§ **ACTION ITEM**
Would you reproduce exactly the lines below from the one holding "HALF_HEIGHT - GROOVE_ARC_DEPTH)" through the one holding "corner of the", inclusive, and no others?

= Beginning of Section =

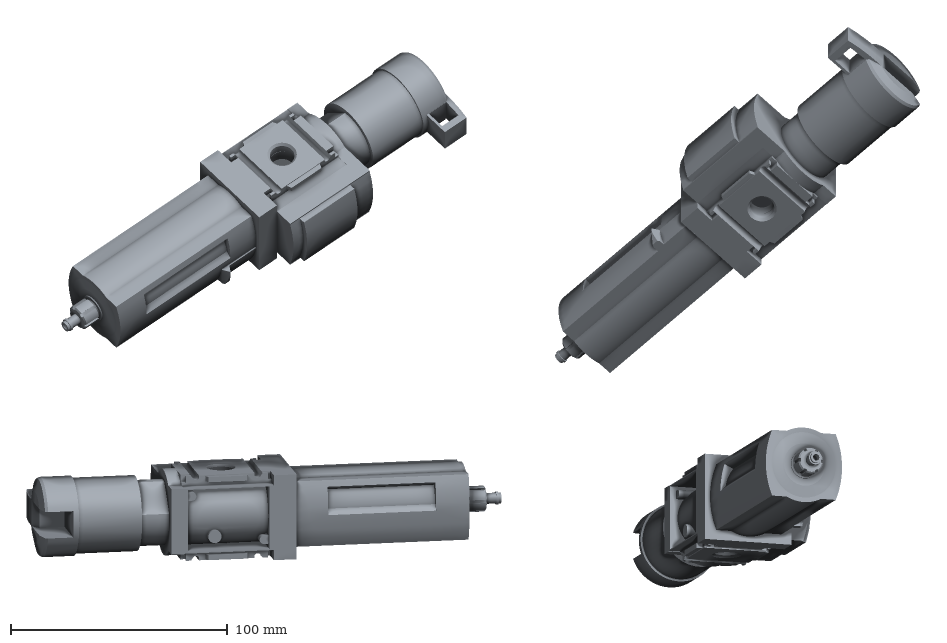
import cadquery as cq

KNOB_TOP = 87.2
CAP_RIM = 85.7
CAP_SHOULDER = 84.3
SLOT_FLOOR = 72.5
CAP_BASE = 70.0
KNOB_BASE = 40.2
HEAD_TOP = 27.0
HEAD_BASE = 21.2
COLLAR_TOP = -21.0
COLLAR_BASE = -31.7
BOWL_END = -113.5
BOWL_DISC = -114.0
NUT_TOP = -115.8
NUT_END = -123.9
BARB_START = -129.0
STEM_END = -131.3

HALF_WIDTH = 21.09
HALF_HEIGHT = 20.0
HEAD_HALF_HEIGHT = 15.5
RAIL_HALF_HEIGHT = 15.3
PAD_HALF_WIDTH = 15.0
RECESS_TOP = 19.2
RECESS_BASE = -19.0
RAIL_THICKNESS = 0.5
CORE_RADIUS = RAIL_HALF_HEIGHT - RAIL_THICKNESS
CORE_OFFSET = 2.6
CORNER_HALF_WIDTH = 11.5
CORNER_FLOOR = 16.8
GROOVE_OUTER = 16.8
GROOVE_INNER = 13.1
GROOVE_DEPTH = 2.2
GROOVE_LOWEST = 14.5
GROOVE_ARC_START = 15.7
GROOVE_ARC_DEPTH = 1.5
STUB_WIDTH = 1.3
STUB_END = 19.2
LIP_REACH = 2.5
LIP_TOP = 19.7
LIP_BASE = 17.3
LIP_HALF_LENGTH = 9.0
LIP_ROOT_HALF_LENGTH = 10.0
PORT_DIAMETER = 11.4
PORT_MOUTH_DIAMETER = 13.5
PORT_DEPTH = 11.0
BOSS_FACE = -18.1
BOSS_DIAMETER = 6.1
BOSS_Y = 6.1
BOSS_Z = -8.5
LUG_RADIUS = 2.0
LUG_Y = 16.8
LUG_Z = 11.0

KNOB_RADIUS = 35.2 / 2
CAP_RADIUS = 37.1 / 2
RIM_RADIUS = 18.0
DOME_FLAT_RADIUS = 12.0
NECK_RADIUS = 15.3
NECK_FLAT_DISTANCE = 12.5
FLAT_ANGLE = 45
SLOT_WIDTH = 12.5
SLIDE_START = 4.4
SLIDE_TOP_START = 8.7
SLIDE_END = 30.5
SLIDE_WALL = 3.5
SLIDE_SKIN = 1.3
WINDOW_DROP = 0.7

BOWL_RADIUS = 35.2 / 2
BOWL_FLAT = 15.5
BOWL_SIDE = 18.5
BOWL_CONE_RADIUS = 15.4
BOWL_DISC_RADIUS = 9.95
WINDOW_TOP_Y = -47.0
WINDOW_END_Y = -97.7
WINDOW_HIGH = 12.35
WINDOW_LOW = -0.5
WINDOW_BEVEL = 2.5
WINDOW_FLOOR_RADIUS = 16.2
LATCH_HIGH = -5.2
LATCH_THICKNESS = 0.7
LATCH_RIDGE_TOP = -47.6
LATCH_RIDGE_LENGTH = 4.4
LATCH_RIDGE_REACH = 22.0

FLANGE_RADIUS = 6.5
FLANGE_THICKNESS = 0.55
DRAIN_NECK_RADIUS = 4.8
NUT_RADIUS = 12.0 / 2
NUT_CHAMFER = 0.7
NUT_GROOVES = 6
NUT_GROOVE_WIDTH = 1.5
NUT_GROOVE_DEPTH = 1.0
STEM_RADIUS = 5.0 / 2
BARB_RADIUS = 6.1 / 2
BARB_LENGTH = 1.0
DRAIN_BORE = 3.0
DRAIN_BORE_DEPTH = 6.5

GAUGE_FACE = 30.5
GAUGE_DOME_HALF_HEIGHT = 14.75
GAUGE_DOME_RISE = 2.5
SHIELD_RIM = 33.6
SHIELD_TIP = 35.95
SHIELD_HALF_LENGTH = 15.19


def box(x0, x1, y0, y1, z0, z1):
    """Box between two opposite corners."""
    return cq.Workplane("XY").box(x1 - x0, y1 - y0, z1 - z0, centered=False).translate((x0, y0, z0))


def section(y):
    """Plane across the long axis: local x is X, local y is Z, extruding goes towards -Y."""
    return cq.Workplane("XZ", origin=(0, y, 0))


def rod(radius, y_high, y_low):
    """Cylinder on the long axis."""
    return section(y_high).circle(radius).extrude(y_high - y_low)


def turned(profile):
    """Solid of revolution about the long axis from (radius, y) points that end on the axis."""
    return cq.Workplane("XY").polyline(profile).close().revolve(360, (0, 0, 0), (0, 1, 0))


def with_mirror(shape, plane):
    """The shape joined with its mirror image."""
    return shape.union(shape.mirror(plane))


def head():
    """Top end of the housing: a flat block crossed by a cylinder as high as the housing."""
    block = box(-HALF_WIDTH, HALF_WIDTH, HEAD_BASE, HEAD_TOP, -HEAD_HALF_HEIGHT, HEAD_HALF_HEIGHT)
    return block.union(rod(HALF_HEIGHT, HEAD_TOP, HEAD_BASE))


def side_recess():
    """Opening in the -X side down to the round core."""
    opening = box(-HALF_WIDTH, -CORE_OFFSET, RECESS_BASE, RECESS_TOP, -CORE_RADIUS, CORE_RADIUS)
    return opening.cut(rod(CORE_RADIUS, RECESS_TOP, RECESS_BASE).translate((-CORE_OFFSET, 0, 0)))


def recess_bosses():
    """Flat-faced bosses standing on the core in the side recess."""
    def boss(radius, y, z):
        return cq.Workplane("YZ", origin=(BOSS_FACE, y, z)).circle(radius).extrude(-BOSS_FACE)

    upper_lug = boss(LUG_RADIUS, LUG_Y, LUG_Z).union(
        box(BOSS_FACE, 0, LUG_Y, RECESS_TOP, LUG_Z - LUG_RADIUS, LUG_Z + LUG_RADIUS))
    lower_lug = boss(LUG_RADIUS, -LUG_Y, -LUG_Z).union(
        box(BOSS_FACE, 0, RECESS_BASE, -LUG_Y, -LUG_Z - LUG_RADIUS, -LUG_Z + LUG_RADIUS))
    return boss(BOSS_DIAMETER / 2, BOSS_Y, BOSS_Z).union(upper_lug).union(lower_lug)


def pad_groove():
    """Groove across the pad near its +Y end: a sloped outer wall running into a round floor."""
    return (cq.Workplane("YZ", origin=(-PAD_HALF_WIDTH, 0, 0))
            .moveTo(GROOVE_OUTER, HALF_HEIGHT)
            .lineTo(GROOVE_ARC_START, HALF_HEIGHT - GROOVE_ARC_DEPTH)
            .threePointArc((GROOVE_LOWEST, HALF_HEIGHT - GROOVE_DEPTH), (GROOVE_INNER, HALF_HEIGHT))
            .close().extrude(2 * PAD_HALF_WIDTH))


def pad_corner():
    """Lowered +X +Y corner of the pad, around a small stub beside the groove."""
    notch = box(CORNER_HALF_WIDTH, PAD_HALF_WIDTH, GROOVE_OUTER, HEAD_BASE, CORNER_FLOOR, HALF_HEIGHT)
    stub = box(PAD_HALF_WIDTH - STUB_WIDTH, PAD_HALF_WIDTH, GROOVE_OUTER, STUB_END,
               CORNER_FLOOR, HALF_HEIGHT)
    return notch.cut(stub)


def pad_lip():
    """Overhanging lip with bevelled ends along the +X side of the pad, just below its top."""
    edge = PAD_HALF_WIDTH
    tip = edge + LIP_REACH
    return (cq.Workplane("XY")
            .polyline([(edge, -LIP_ROOT_HALF_LENGTH), (tip, -LIP_HALF_LENGTH),
                       (tip, LIP_HALF_LENGTH), (edge, LIP_ROOT_HALF_LENGTH)]).close()
            .extrude(LIP_TOP - LIP_BASE).translate((0, 0, LIP_BASE)))


def port_pad():
    """Raised connection pad on +Z."""
    pad = box(-PAD_HALF_WIDTH, PAD_HALF_WIDTH, COLLAR_TOP, HEAD_BASE, 0, HALF_HEIGHT)
    pad = pad.cut(with_mirror(pad_groove(), "XZ"))
    pad = pad.cut(with_mirror(with_mirror(pad_corner(), "YZ"), "XZ"))
    return pad.union(with_mirror(pad_lip(), "YZ"))


def port():
    """Countersunk blind hole on +Z."""
    return (cq.Workplane("XY", origin=(0, 0, HALF_HEIGHT - PORT_DEPTH))
            .circle(PORT_DIAMETER / 2).extrude(PORT_DEPTH)
            .faces(">Z").workplane()
            .circle(PORT_MOUTH_DIAMETER / 2)
            .extrude(-(PORT_MOUTH_DIAMETER - PORT_DIAMETER) / 2, taper=45))


def housing():
    collar = box(-HALF_WIDTH, HALF_WIDTH, COLLAR_BASE, COLLAR_TOP, -HALF_HEIGHT, HALF_HEIGHT)
    middle = box(-HALF_WIDTH, HALF_WIDTH, COLLAR_TOP, HEAD_BASE, -RAIL_HALF_HEIGHT, RAIL_HALF_HEIGHT)
    body = middle.union(with_mirror(port_pad(), "XY")).cut(side_recess()).union(recess_bosses())
    body = body.union(collar).union(head())
    return body.cut(port()).cut(port().mirror("XY"))


def neck():
    """Round neck with one spanner flat facing halfway between -X and +Z."""
    beyond_flat = box(-2 * NECK_RADIUS, -NECK_FLAT_DISTANCE, HEAD_TOP, KNOB_BASE,
                      -NECK_RADIUS, NECK_RADIUS)
    return rod(NECK_RADIUS, KNOB_BASE, HEAD_TOP).cut(
        beyond_flat.rotate((0, 0, 0), (0, 1, 0), FLAT_ANGLE))


def lock_slide():
    """Slide filling the +X part of the cap slot and ending in an open handle."""
    top_mid_x = (CAP_RADIUS + SLIDE_TOP_START) / 2
    outline = (cq.Workplane("XY", origin=(0, 0, -SLOT_WIDTH / 2))
               .moveTo(SLIDE_START, SLOT_FLOOR)
               .lineTo(SLIDE_START, CAP_SHOULDER)
               .lineTo(SLIDE_TOP_START, KNOB_TOP)
               .lineTo(top_mid_x, KNOB_TOP)
               .tangentArcPoint((SLIDE_END, CAP_RIM), relative=False)
               .lineTo(SLIDE_END, SLOT_FLOOR).close()
               .extrude(SLOT_WIDTH))
    window_end = SLIDE_END - SLIDE_WALL
    window_floor = SLOT_FLOOR + SLIDE_SKIN
    window = (cq.Workplane("XY", origin=(0, 0, -SLOT_WIDTH / 2))
              .polyline([(KNOB_RADIUS, window_floor), (window_end, window_floor),
                         (window_end, CAP_SHOULDER - WINDOW_DROP), (KNOB_RADIUS, CAP_SHOULDER)])
              .close().extrude(SLOT_WIDTH))
    return outline.cut(window)


def knob():
    grip = turned([(0, KNOB_BASE), (KNOB_RADIUS, KNOB_BASE), (KNOB_RADIUS, CAP_BASE),
                   (CAP_RADIUS, CAP_BASE), (CAP_RADIUS, CAP_SHOULDER), (RIM_RADIUS, CAP_RIM),
                   (DOME_FLAT_RADIUS, KNOB_TOP), (0, KNOB_TOP)])
    slot = box(-CAP_RADIUS, CAP_RADIUS, SLOT_FLOOR, KNOB_TOP, -SLOT_WIDTH / 2, SLOT_WIDTH / 2)
    return grip.cut(slot).union(lock_slide()).union(neck())


def bowl_side_section(y, grow=0.0):
    """Bowl section bounded by flats on Z and bowed sides on X; `grow` moves the sides outwards."""
    corner = BOWL_FLAT + grow
    side = BOWL_SIDE + grow
    return (section(y).moveTo(-corner, -BOWL_FLAT)
            .threePointArc((-side, 0), (-corner, BOWL_FLAT))
            .lineTo(corner, BOWL_FLAT)
            .threePointArc((side, 0), (corner, -BOWL_FLAT)).close())


def bowl_window():
    """Bevelled window on the -X side, down to a round floor."""
    profile = [(-HALF_WIDTH, WINDOW_HIGH + WINDOW_BEVEL), (-WINDOW_FLOOR_RADIUS, WINDOW_HIGH),
               (-WINDOW_FLOOR_RADIUS + 2 * WINDOW_BEVEL, WINDOW_HIGH - WINDOW_BEVEL),
               (-WINDOW_FLOOR_RADIUS + WINDOW_BEVEL, WINDOW_LOW + 2 * WINDOW_BEVEL),
               (-BOWL_SIDE, WINDOW_LOW), (-HALF_WIDTH, WINDOW_LOW - WINDOW_BEVEL)]
    prism = section(WINDOW_TOP_Y).polyline(profile).close().extrude(WINDOW_TOP_Y - WINDOW_END_Y)
    return prism.cut(rod(WINDOW_FLOOR_RADIUS, WINDOW_TOP_Y, WINDOW_END_Y))


def bowl_latch():
    """Latch strip on the lower +X side, ending in a pointed ridge."""
    ridge_end = LATCH_RIDGE_TOP - LATCH_RIDGE_LENGTH
    zone = box(0, 2 * BOWL_SIDE, ridge_end, COLLAR_BASE, -BOWL_FLAT, LATCH_HIGH)
    strip = bowl_side_section(COLLAR_BASE, LATCH_THICKNESS).extrude(COLLAR_BASE - LATCH_RIDGE_TOP)
    ridge = (cq.Workplane("XY", origin=(0, 0, -BOWL_FLAT))
             .polyline([(0, LATCH_RIDGE_TOP), (BOWL_SIDE, LATCH_RIDGE_TOP),
                        (LATCH_RIDGE_REACH, LATCH_RIDGE_TOP - LATCH_RIDGE_LENGTH / 2),
                        (BOWL_SIDE, ridge_end), (0, ridge_end)]).close()
             .extrude(BOWL_FLAT + LATCH_HIGH))
    ridge_limit = bowl_side_section(LATCH_RIDGE_TOP, LATCH_RIDGE_REACH - BOWL_SIDE + LATCH_THICKNESS)
    ridge = ridge.intersect(ridge_limit.extrude(LATCH_RIDGE_LENGTH))
    return strip.intersect(zone).union(ridge)


def bowl():
    length = COLLAR_BASE - BOWL_END
    body = bowl_side_section(COLLAR_BASE).extrude(length).union(rod(BOWL_RADIUS, COLLAR_BASE, BOWL_END))
    body = body.union(bowl_latch())
    body = body.cut(bowl_window()).cut(bowl_window().mirror("YZ"))
    end_cone = turned([(0, BOWL_END), (BOWL_CONE_RADIUS, BOWL_END),
                       (BOWL_DISC_RADIUS, BOWL_DISC), (0, BOWL_DISC)])
    return body.union(end_cone)


def drain_nut():
    """Hand nut with grooves all round."""
    nut = rod(NUT_RADIUS, NUT_TOP, NUT_END).faces("<Y").chamfer(NUT_CHAMFER)
    groove = box(NUT_RADIUS - NUT_GROOVE_DEPTH, NUT_RADIUS, NUT_END, NUT_TOP,
                 -NUT_GROOVE_WIDTH / 2, NUT_GROOVE_WIDTH / 2)
    for i in range(NUT_GROOVES):
        nut = nut.cut(groove.rotate((0, 0, 0), (0, 1, 0), i * 360 / NUT_GROOVES))
    return nut


def drain():
    flange = rod(FLANGE_RADIUS, BOWL_DISC, BOWL_DISC - FLANGE_THICKNESS)
    drain_neck = rod(DRAIN_NECK_RADIUS, BOWL_DISC, NUT_TOP)
    stem = rod(STEM_RADIUS, NUT_END, STEM_END)
    barb = rod(BARB_RADIUS, BARB_START, BARB_START - BARB_LENGTH)
    bore = rod(DRAIN_BORE / 2, STEM_END + DRAIN_BORE_DEPTH, STEM_END)
    return flange.union(drain_neck).union(drain_nut()).union(stem).union(barb).cut(bore)


def filter_regulator():
    return housing().union(knob()).union(bowl()).union(drain())


def bowed_slab(y_high, y_low, rim_x, tip_x):
    """Slab from the housing wall to a +X face bowed about the Y direction."""
    half = GAUGE_DOME_HALF_HEIGHT
    return (section(y_high).moveTo(HALF_WIDTH, -half).lineTo(rim_x, -half)
            .threePointArc((tip_x, 0), (rim_x, half)).lineTo(HALF_WIDTH, half).close()
            .extrude(y_high - y_low))


def pressure_gauge():
    """Gauge block on the +X side with a bowed front and a raised shield."""
    block = box(HALF_WIDTH, GAUGE_FACE, COLLAR_TOP, HEAD_TOP, -HEAD_HALF_HEIGHT, HEAD_HALF_HEIGHT)
    front = bowed_slab(HEAD_TOP, COLLAR_TOP, GAUGE_FACE, GAUGE_FACE + GAUGE_DOME_RISE)
    shield = bowed_slab(SHIELD_HALF_LENGTH, -SHIELD_HALF_LENGTH, SHIELD_RIM, SHIELD_TIP)
    return block.union(front).union(shield)


result = cq.Compound.makeCompound([filter_regulator().val(), pressure_gauge().val()])

= End of Section =

§ **ANSWER SECTION**
            .lineTo(GROOVE_ARC_START, HALF_HEIGHT - GROOVE_ARC_DEPTH)
            .threePointArc((GROOVE_LOWEST, HALF_HEIGHT - GROOVE_DEPTH), (GROOVE_INNER, HALF_HEIGHT))
            .close().extrude(2 * PAD_HALF_WIDTH))


def pad_corner():
    """Lowered +X +Y corner of the pad, around a small stub beside the groove."""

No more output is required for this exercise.